- [The task]
Everything in the records below from the line containing "start_angle, 360, holes_per_ring)" through the line containing "BELL_MID_Y = 25.0" is to be reproduced exactly, those two lines included; no picture is to be copied.

START Data under study

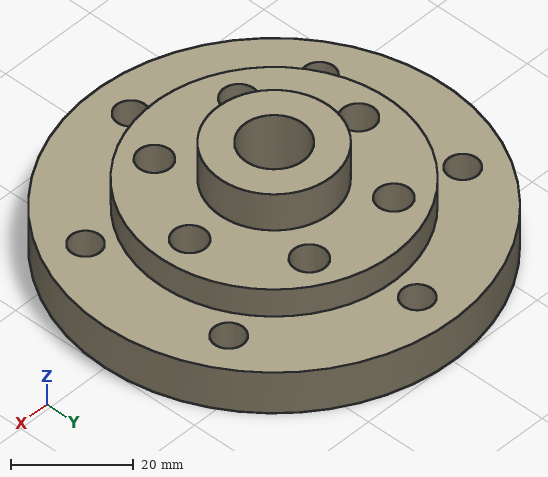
import cadquery as cq

flange_diameter = 80
flange_height = 9.0
step_diameter = 53.2
step_height = 6.0
hub_diameter = 25.0
hub_height = 8
bore_diameter = 13.0
total_height = flange_height + step_height + hub_height

holes_per_ring = 6
outer_ring_radius = 32
outer_hole_diameter = 6.2
outer_start_angle = 90
inner_ring_radius = 20
inner_hole_diameter = 6.7
inner_start_angle = 0


def disc(diameter, height, base_z=0):
    """Solid cylinder about the Z axis, standing on base_z."""
    return cq.Workplane("XY").workplane(offset=base_z).circle(diameter / 2).extrude(height)


def hole_ring(ring_radius, hole_diameter, start_angle):
    """Evenly spaced cylinders that cut through the full height."""
    return (
        cq.Workplane("XY")
        .polarArray(ring_radius, start_angle, 360, holes_per_ring)
        .circle(hole_diameter / 2)
        .extrude(total_height)
    )


body = (
    disc(flange_diameter, flange_height)
    .union(disc(step_diameter, step_height, flange_height))
    .union(disc(hub_diameter, hub_height, flange_height + step_height))
)

result = (
    body.cut(disc(bore_diameter, total_height))
    .cut(hole_ring(outer_ring_radius, outer_hole_diameter, outer_start_angle))
    .cut(hole_ring(inner_ring_radius, inner_hole_diameter, inner_start_angle))
)
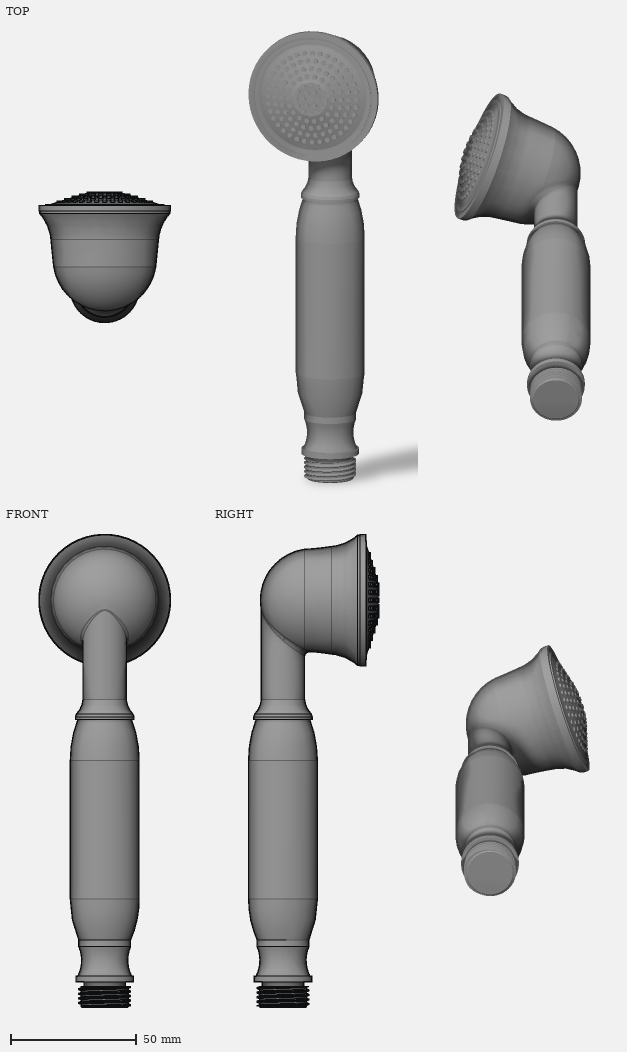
import cadquery as cq
import math


THREAD_PITCH = 1.81
THREAD_TURNS = 6
THREAD_OUTER_RADIUS = 10.4
THREAD_ROOT_RADIUS = 9.5
THREAD_OVERLAP = 0.4
THREAD_BOTTOM_Z = 0.5
CORE_CHAMFER = 0.4
THREAD_RIDGE_BASE = 1.5
THREAD_RIDGE_CREST = 0.4
CORE_TOP_Z = 8.3
RELIEF_RADIUS = 8.3

FLANGE_RADIUS = 11.5
FLANGE_BOTTOM_Z = 10.2
FLANGE_TOP_Z = 12.5
NECK_FOOT_RADIUS = 10.8
NECK_WAIST_RADIUS = 9.3
NECK_WAIST_Z = 18.9
COLLAR_RADIUS = 10.4
COLLAR_BOTTOM_Z = 24.4
COLLAR_TOP_Z = 27.0
GRIP_RADIUS = 13.8
GRIP_BOTTOM_Z = 43.3
GRIP_TOP_Z = 98.7
GRIP_END_RADIUS = 10.8
GRIP_END_Z = 115.0
RING_RADIUS = 11.7
RING_BEVEL_Z = 116.0
RING_TOP_Z = 117.2
FLARE_FOOT_RADIUS = 11.3
FLARE_MID_RADIUS = 9.3
FLARE_MID_Z = 120.5
STEM_RADIUS = 8.7
STEM_BOTTOM_Z = 123.0

RIM_DIAMETER = 52.7
RIM_RADIUS = RIM_DIAMETER / 2
OVERALL_HEIGHT = 189.0
HEAD_Z = OVERALL_HEIGHT - RIM_RADIUS
RIM_FRONT_Y = 33.0
RIM_BACK_Y = 30.8
LIP_RADIUS = 26.0
LIP_BACK_Y = 29.9
BELL_MID_Y = 25.0
BELL_MID_RADIUS = 22.9
BELL_END_Y = 19.5
BELL_END_RADIUS = 21.5
DOME_START_Y = 8.5
DOME_RADIUS = 20.5
POLE_Y = -9.0
STEM_BLEND_RADIUS = 1.7
SEAM_MARGIN = 1.0

DISC_RADIUS = 23.6
DISC_HEIGHT = 0.4
FACE_RADIUS = 21.5
FACE_FLAT_RADIUS = 6.8
FACE_HEIGHT = 5.0
NOZZLE_RADIUS = 1.0
NOZZLE_HEIGHT = 0.4
NOZZLE_RING_COUNT = 6
NOZZLE_RING_STEP = 3.0
NOZZLES_PER_STEP = 6


def tangent_arc_mid(r_tangent, z_tangent, r_end, z_end):
    """Midpoint of the arc that leaves (r_tangent, z_tangent) along Z and reaches (r_end, z_end)."""
    drop = r_tangent - r_end
    length = z_end - z_tangent
    arc_radius = (drop**2 + length**2) / (2 * drop)
    half_angle = math.asin(length / arc_radius) / 2
    return (
        r_tangent - arc_radius * (1 - math.cos(half_angle)),
        z_tangent + arc_radius * math.sin(half_angle),
    )


def make_handle():
    lower_mid = tangent_arc_mid(GRIP_RADIUS, GRIP_BOTTOM_Z, COLLAR_RADIUS, COLLAR_TOP_Z)
    upper_mid = tangent_arc_mid(GRIP_RADIUS, GRIP_TOP_Z, GRIP_END_RADIUS, GRIP_END_Z)
    profile = (
        cq.Workplane("XZ")
        .lineTo(THREAD_ROOT_RADIUS - CORE_CHAMFER, 0)
        .lineTo(THREAD_ROOT_RADIUS, CORE_CHAMFER)
        .lineTo(THREAD_ROOT_RADIUS, CORE_TOP_Z)
        .lineTo(RELIEF_RADIUS, CORE_TOP_Z)
        .lineTo(RELIEF_RADIUS, FLANGE_BOTTOM_Z)
        .lineTo(FLANGE_RADIUS, FLANGE_BOTTOM_Z)
        .lineTo(FLANGE_RADIUS, FLANGE_TOP_Z)
        .lineTo(NECK_FOOT_RADIUS, FLANGE_TOP_Z)
        .threePointArc((NECK_WAIST_RADIUS, NECK_WAIST_Z), (COLLAR_RADIUS, COLLAR_BOTTOM_Z))
        .lineTo(COLLAR_RADIUS, COLLAR_TOP_Z)
        .threePointArc(lower_mid, (GRIP_RADIUS, GRIP_BOTTOM_Z))
        .lineTo(GRIP_RADIUS, GRIP_TOP_Z)
        .threePointArc(upper_mid, (GRIP_END_RADIUS, GRIP_END_Z))
        .lineTo(RING_RADIUS, GRIP_END_Z)
        .lineTo(RING_RADIUS, RING_BEVEL_Z)
        .lineTo(FLARE_FOOT_RADIUS, RING_TOP_Z)
        .threePointArc((FLARE_MID_RADIUS, FLARE_MID_Z), (STEM_RADIUS, STEM_BOTTOM_Z))
        .lineTo(STEM_RADIUS, HEAD_Z)
        .lineTo(0, HEAD_Z)
        .close()
    )
    return profile.revolve(360, (0, 0, 0), (0, 1, 0))


def make_thread():
    inner_radius = THREAD_ROOT_RADIUS - THREAD_OVERLAP
    helix = cq.Wire.makeHelix(THREAD_PITCH, THREAD_PITCH * THREAD_TURNS, THREAD_ROOT_RADIUS)
    ridge = (
        cq.Workplane("XZ")
        .moveTo(inner_radius, -THREAD_RIDGE_BASE / 2)
        .lineTo(THREAD_OUTER_RADIUS, -THREAD_RIDGE_CREST / 2)
        .lineTo(THREAD_OUTER_RADIUS, THREAD_RIDGE_CREST / 2)
        .lineTo(inner_radius, THREAD_RIDGE_BASE / 2)
        .close()
        .sweep(cq.Workplane(helix), isFrenet=True)
    )
    ridge = ridge.translate((0, 0, -THREAD_PITCH / 2))
    threaded_length = (
        cq.Workplane("XY", origin=(0, 0, THREAD_BOTTOM_Z))
        .circle(FLANGE_RADIUS)
        .extrude(CORE_TOP_Z - THREAD_BOTTOM_Z)
    )
    return ridge.intersect(threaded_length)


def make_head():
    dome_depth = DOME_START_Y - POLE_Y
    sphere_radius = (DOME_RADIUS**2 + dome_depth**2) / (2 * dome_depth)
    sphere_y = POLE_Y + sphere_radius
    half_angle = math.asin(DOME_RADIUS / sphere_radius) / 2
    dome_mid = (sphere_radius * math.sin(half_angle), sphere_y - sphere_radius * math.cos(half_angle))
    disc_y = RIM_FRONT_Y + DISC_HEIGHT
    face_y = RIM_FRONT_Y + FACE_HEIGHT
    profile = (
        cq.Workplane("XY")
        .moveTo(0, POLE_Y)
        .threePointArc(dome_mid, (DOME_RADIUS, DOME_START_Y))
        .lineTo(BELL_END_RADIUS, BELL_END_Y)
        .threePointArc((BELL_MID_RADIUS, BELL_MID_Y), (LIP_RADIUS, LIP_BACK_Y))
        .lineTo(LIP_RADIUS, RIM_BACK_Y)
        .lineTo(RIM_RADIUS, RIM_BACK_Y)
        .lineTo(RIM_RADIUS, RIM_FRONT_Y)
        .lineTo(DISC_RADIUS, RIM_FRONT_Y)
        .lineTo(DISC_RADIUS, disc_y)
        .lineTo(FACE_RADIUS, disc_y)
        .lineTo(FACE_FLAT_RADIUS, face_y)
        .lineTo(0, face_y)
        .close()
    )
    return profile.revolve(360, (0, 0, 0), (0, 1, 0)).translate((0, 0, HEAD_Z))


def face_height_at(radius):
    """Height of the spray face above the rim at a distance from the head axis."""
    slope = (FACE_HEIGHT - DISC_HEIGHT) / (FACE_RADIUS - FACE_FLAT_RADIUS)
    return min(FACE_HEIGHT, DISC_HEIGHT + slope * (FACE_RADIUS - radius))


def make_nozzle_ring(ring):
    ring_radius = ring * NOZZLE_RING_STEP
    tip_height = face_height_at(ring_radius) + NOZZLE_HEIGHT
    return (
        cq.Workplane("XZ", origin=(0, RIM_FRONT_Y, HEAD_Z))
        .polarArray(ring_radius, 0, 360, ring * NOZZLES_PER_STEP)
        .circle(NOZZLE_RADIUS)
        .extrude(-tip_height)
    )


def blend_stem(shower):
    """Fillet the seam where the stem runs into the dome of the head."""
    seam_box = cq.selectors.BoxSelector(
        (-STEM_RADIUS - SEAM_MARGIN, -STEM_RADIUS - SEAM_MARGIN, STEM_BOTTOM_Z + SEAM_MARGIN),
        (STEM_RADIUS + SEAM_MARGIN, STEM_RADIUS + SEAM_MARGIN, HEAD_Z - SEAM_MARGIN),
    )
    return shower.edges(seam_box).fillet(STEM_BLEND_RADIUS)


shower = blend_stem(make_handle().union(make_head()))
shower = shower.union(make_thread())
for ring in range(1, NOZZLE_RING_COUNT + 1):
    shower = shower.union(make_nozzle_ring(ring))

result = cq.Workplane(shower.solids().val())

END Data under study

- [Output below]
        .polarArray(ring_radius, start_angle, 360, holes_per_ring)
        .circle(hole_diameter / 2)
        .extrude(total_height)
    )


body = (
    disc(flange_diameter, flange_height)
    .union(disc(step_diameter, step_height, flange_height))
    .union(disc(hub_diameter, hub_height, flange_height + step_height))
)

result = (
    body.cut(disc(bore_diameter, total_height))
    .cut(hole_ring(outer_ring_radius, outer_hole_diameter, outer_start_angle))
    .cut(hole_ring(inner_ring_radius, inner_hole_diameter, inner_start_angle))
)
import cadquery as cq
import math


THREAD_PITCH = 1.81
THREAD_TURNS = 6
THREAD_OUTER_RADIUS = 10.4
THREAD_ROOT_RADIUS = 9.5
THREAD_OVERLAP = 0.4
THREAD_BOTTOM_Z = 0.5
CORE_CHAMFER = 0.4
THREAD_RIDGE_BASE = 1.5
THREAD_RIDGE_CREST = 0.4
CORE_TOP_Z = 8.3
RELIEF_RADIUS = 8.3

FLANGE_RADIUS = 11.5
FLANGE_BOTTOM_Z = 10.2
FLANGE_TOP_Z = 12.5
NECK_FOOT_RADIUS = 10.8
NECK_WAIST_RADIUS = 9.3
NECK_WAIST_Z = 18.9
COLLAR_RADIUS = 10.4
COLLAR_BOTTOM_Z = 24.4
COLLAR_TOP_Z = 27.0
GRIP_RADIUS = 13.8
GRIP_BOTTOM_Z = 43.3
GRIP_TOP_Z = 98.7
GRIP_END_RADIUS = 10.8
GRIP_END_Z = 115.0
RING_RADIUS = 11.7
RING_BEVEL_Z = 116.0
RING_TOP_Z = 117.2
FLARE_FOOT_RADIUS = 11.3
FLARE_MID_RADIUS = 9.3
FLARE_MID_Z = 120.5
STEM_RADIUS = 8.7
STEM_BOTTOM_Z = 123.0

RIM_DIAMETER = 52.7
RIM_RADIUS = RIM_DIAMETER / 2
OVERALL_HEIGHT = 189.0
HEAD_Z = OVERALL_HEIGHT - RIM_RADIUS
RIM_FRONT_Y = 33.0
RIM_BACK_Y = 30.8
LIP_RADIUS = 26.0
LIP_BACK_Y = 29.9
BELL_MID_Y = 25.0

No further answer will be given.